#### [Stored items]

----

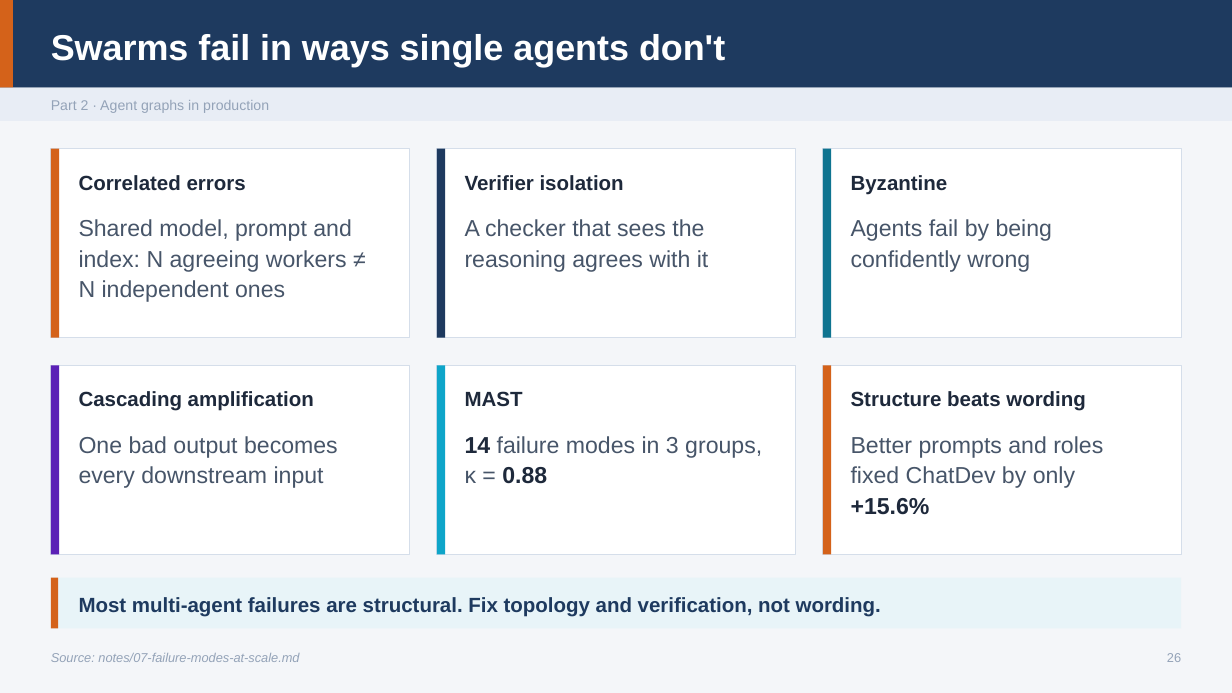
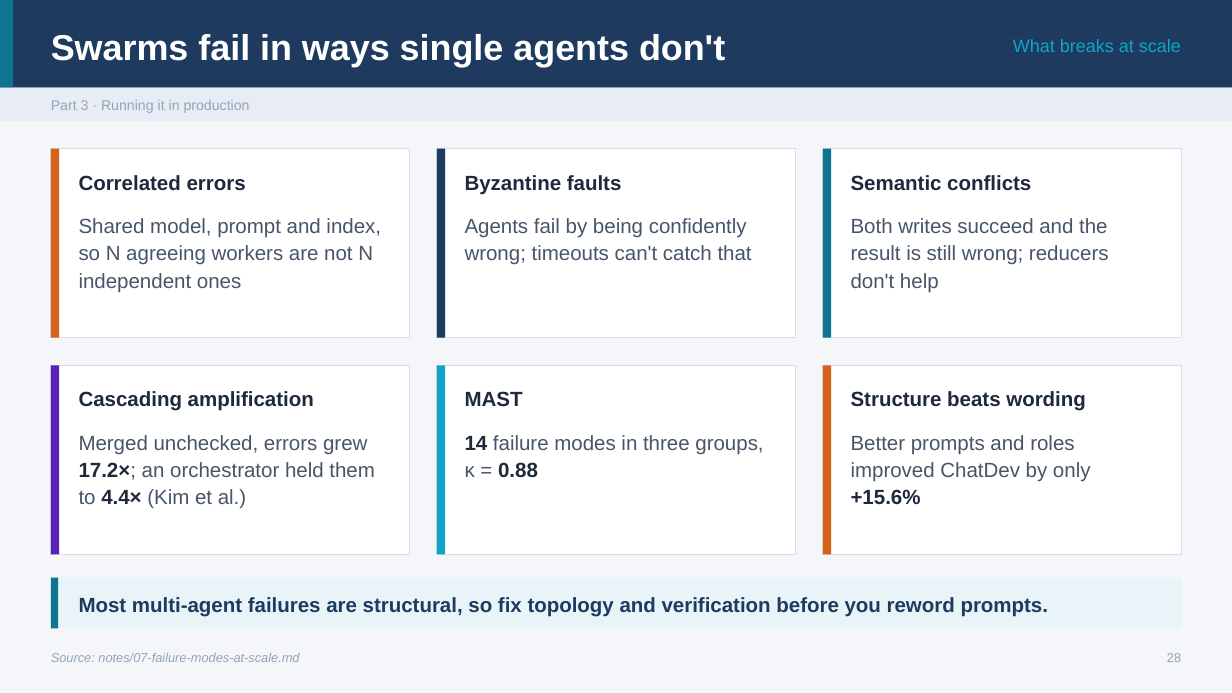
Before and after one commit to ramseywise/learn-ai-engineering, a slide deck: slide 28 of ai-engineering/05-graph-engineering/slides/graph-engineering.pptx (slide 26 before the commit). Drawn at 1232x693 pixels with LibreOffice and Linux fonts; fonts in the diff are those of the drawing. Boxes give left, top, right and bottom in pixels: in the first picture for what was removed or moved away, otherwise in the second. Text is boxed around its words. In the diff, an @@ line names an element or a change of style, - is before the commit and + after.

```diff
--- a/ai-engineering/05-graph-engineering/slides/graph-engineering.pptx
+++ b/ai-engineering/05-graph-engineering/slides/graph-engineering.pptx
@@ rectangle at bbox=[0, 0, 13, 88]: fill #D4621A to #0F7490 @@
@@ text added at bbox=[1013, 39, 1181, 52], 14 pt, text #0EA5C9 @@
+What breaks at scale
@@ text at bbox=[51, 100, 250, 113]: text changed @@
-Part 2 · Agent graphs in production
+Part 3 · Running it in production
@@ text at bbox=[465, 175, 622, 195]: text changed @@
-Verifier isolation
+Byzantine faults
@@ text at bbox=[851, 175, 1031, 191]: text changed @@
-Byzantine
+Semantic conflicts
@@ text at bbox=[79, 218, 381, 292]: text changed; size 18 to 16 pt @@
-Shared model, prompt and index: N agreeing workers ≠ N independent ones
+Shared model, prompt and index, so N agreeing workers are not N independent ones
@@ text at bbox=[465, 218, 752, 265]: text changed; size 18 to 16 pt @@
-Agents fail by being confidently wrong
+Agents fail by being confidently wrong; timeouts can't catch that
@@ text removed at bbox=[465, 219, 709, 272] @@
-A checker that sees the reasoning agrees with it
@@ text added at bbox=[851, 218, 1109, 292], 16 pt, text #475569 @@
+Both writes succeed and the result is still wrong; reducers don't help
@@ text at bbox=[79, 435, 375, 509]: text changed; size 18 to 16 pt @@
-One bad output becomes every downstream input
+Merged unchecked, errors grew 17.2×; an orchestrator held them to 4.4× (Kim et al.)
@@ text at bbox=[465, 435, 763, 478]: text changed; size 18 to 16 pt @@
-14 failure modes in 3 groups, κ = 0.88
+14 failure modes in three groups, κ = 0.88
@@ text at bbox=[851, 435, 1091, 505]: text changed; size 18 to 16 pt @@
-Better prompts and roles fixed ChatDev by only +15.6%
+Better prompts and roles improved ChatDev by only +15.6%
@@ rectangle at bbox=[51, 578, 58, 628]: fill #D4621A to #0F7490 @@
@@ text at bbox=[79, 597, 1049, 617]: text changed @@
-Most multi-agent failures are structural. Fix topology and verification, not wording.
+Most multi-agent failures are structural, so fix topology and verification before you reword prompts.
```
Also in this commit, not shown: 37 other slides changed, 13 slides added, 16 slides removed, 44 other files.

----

Any picture in the data is to be skipped, while each line is returned exactly as written.

Before and after one commit to ramseywise/learn-ai-engineering, a slide deck: slide 28 of ai-engineering/05-graph-engineering/slides/graph-engineering.pptx (slide 26 before the commit). Drawn at 1232x693 pixels with LibreOffice and Linux fonts; fonts in the diff are those of the drawing. Boxes give left, top, right and bottom in pixels: in the first picture for what was removed or moved away, otherwise in the second. Text is boxed around its words. In the diff, an @@ line names an element or a change of style, - is before the commit and + after.

```diff
--- a/ai-engineering/05-graph-engineering/slides/graph-engineering.pptx
+++ b/ai-engineering/05-graph-engineering/slides/graph-engineering.pptx
@@ rectangle at bbox=[0, 0, 13, 88]: fill #D4621A to #0F7490 @@
@@ text added at bbox=[1013, 39, 1181, 52], 14 pt, text #0EA5C9 @@
+What breaks at scale
@@ text at bbox=[51, 100, 250, 113]: text changed @@
-Part 2 · Agent graphs in production
+Part 3 · Running it in production
@@ text at bbox=[465, 175, 622, 195]: text changed @@
-Verifier isolation
+Byzantine faults
@@ text at bbox=[851, 175, 1031, 191]: text changed @@
-Byzantine
+Semantic conflicts
@@ text at bbox=[79, 218, 381, 292]: text changed; size 18 to 16 pt @@
-Shared model, prompt and index: N agreeing workers ≠ N independent ones
+Shared model, prompt and index, so N agreeing workers are not N independent ones
@@ text at bbox=[465, 218, 752, 265]: text changed; size 18 to 16 pt @@
-Agents fail by being confidently wrong
+Agents fail by being confidently wrong; timeouts can't catch that
@@ text removed at bbox=[465, 219, 709, 272] @@
-A checker that sees the reasoning agrees with it
@@ text added at bbox=[851, 218, 1109, 292], 16 pt, text #475569 @@
+Both writes succeed and the result is still wrong; reducers don't help
@@ text at bbox=[79, 435, 375, 509]: text changed; size 18 to 16 pt @@
-One bad output becomes every downstream input
+Merged unchecked, errors grew 17.2×; an orchestrator held them to 4.4× (Kim et al.)
@@ text at bbox=[465, 435, 763, 478]: text changed; size 18 to 16 pt @@
-14 failure modes in 3 groups, κ = 0.88
+14 failure modes in three groups, κ = 0.88
@@ text at bbox=[851, 435, 1091, 505]: text changed; size 18 to 16 pt @@
-Better prompts and roles fixed ChatDev by only +15.6%
+Better prompts and roles improved ChatDev by only +15.6%
@@ rectangle at bbox=[51, 578, 58, 628]: fill #D4621A to #0F7490 @@
@@ text at bbox=[79, 597, 1049, 617]: text changed @@
-Most multi-agent failures are structural. Fix topology and verification, not wording.
+Most multi-agent failures are structural, so fix topology and verification before you reword prompts.
```
Also in this commit, not shown: 37 other slides changed, 13 slides added, 16 slides removed, 44 other files.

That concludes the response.